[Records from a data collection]
———

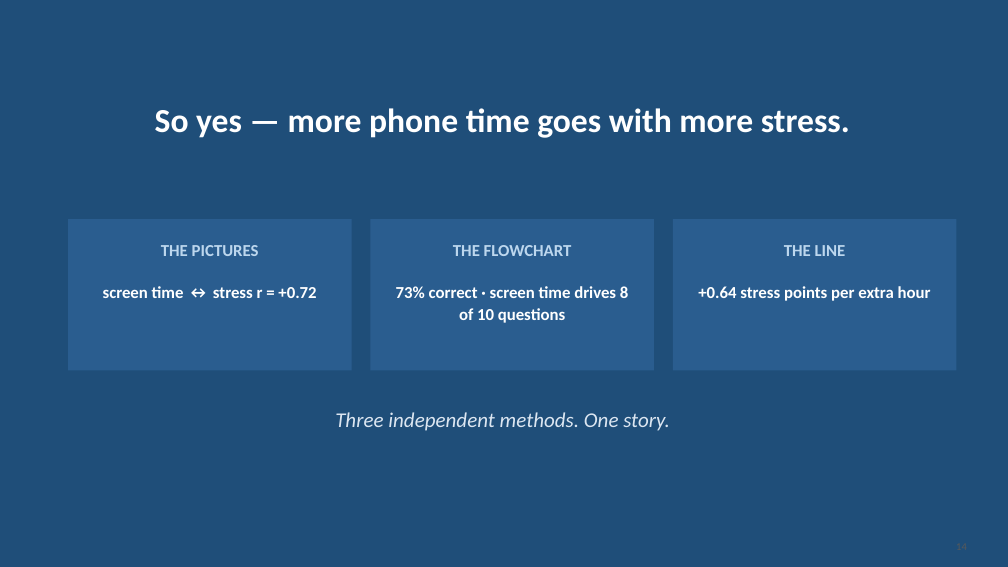
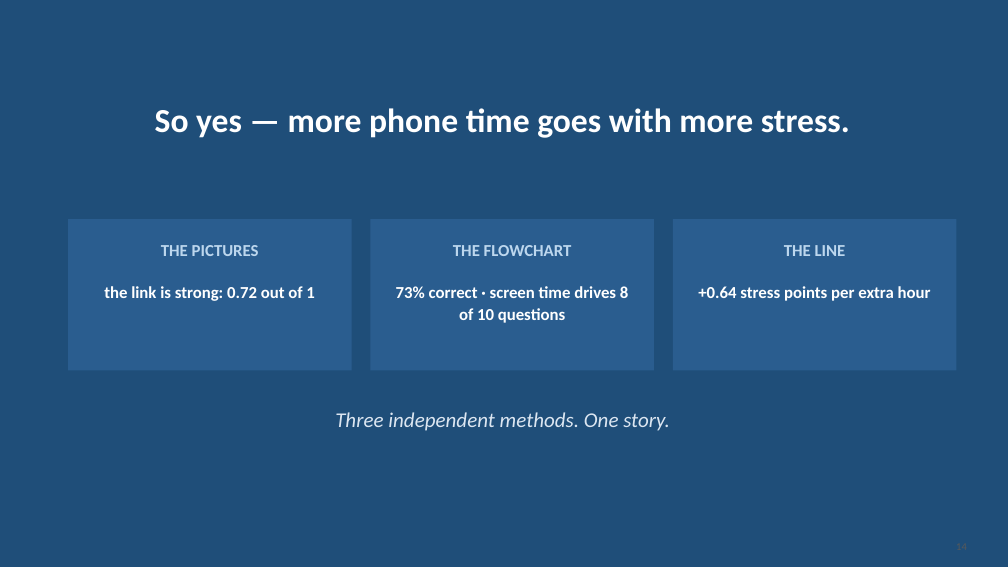
Before and after one commit to jaismine19/social-media-stress-analysis, a slide deck: slide 14 of presentation/Social_Media_Stress_Presentation.pptx. Drawn at 1008x567 pixels with LibreOffice and Linux fonts; fonts in the diff are those of the drawing. Boxes give left, top, right and bottom in pixels: in the first picture for what was removed or moved away, otherwise in the second. Text is boxed around its words. In the diff, an @@ line names an element or a change of style, - is before the commit and + after.

```diff
--- a/presentation/Social_Media_Stress_Presentation.pptx
+++ b/presentation/Social_Media_Stress_Presentation.pptx
@@ text at <box>104,286,314,301</box>: text changed @@
-screen time ↔ stress r = +0.72
+the link is strong: 0.72 out of 1
```
Also in this commit, not shown: 10 other slides changed.

———

Problem
Write the entries out again word for word. Omit all pictures from them.

Response to the task
Before and after one commit to jaismine19/social-media-stress-analysis, a slide deck: slide 14 of presentation/Social_Media_Stress_Presentation.pptx. Drawn at 1008x567 pixels with LibreOffice and Linux fonts; fonts in the diff are those of the drawing. Boxes give left, top, right and bottom in pixels: in the first picture for what was removed or moved away, otherwise in the second. Text is boxed around its words. In the diff, an @@ line names an element or a change of style, - is before the commit and + after.

```diff
--- a/presentation/Social_Media_Stress_Presentation.pptx
+++ b/presentation/Social_Media_Stress_Presentation.pptx
@@ text at <box>104,286,314,301</box>: text changed @@
-screen time ↔ stress r = +0.72
+the link is strong: 0.72 out of 1
```
Also in this commit, not shown: 10 other slides changed.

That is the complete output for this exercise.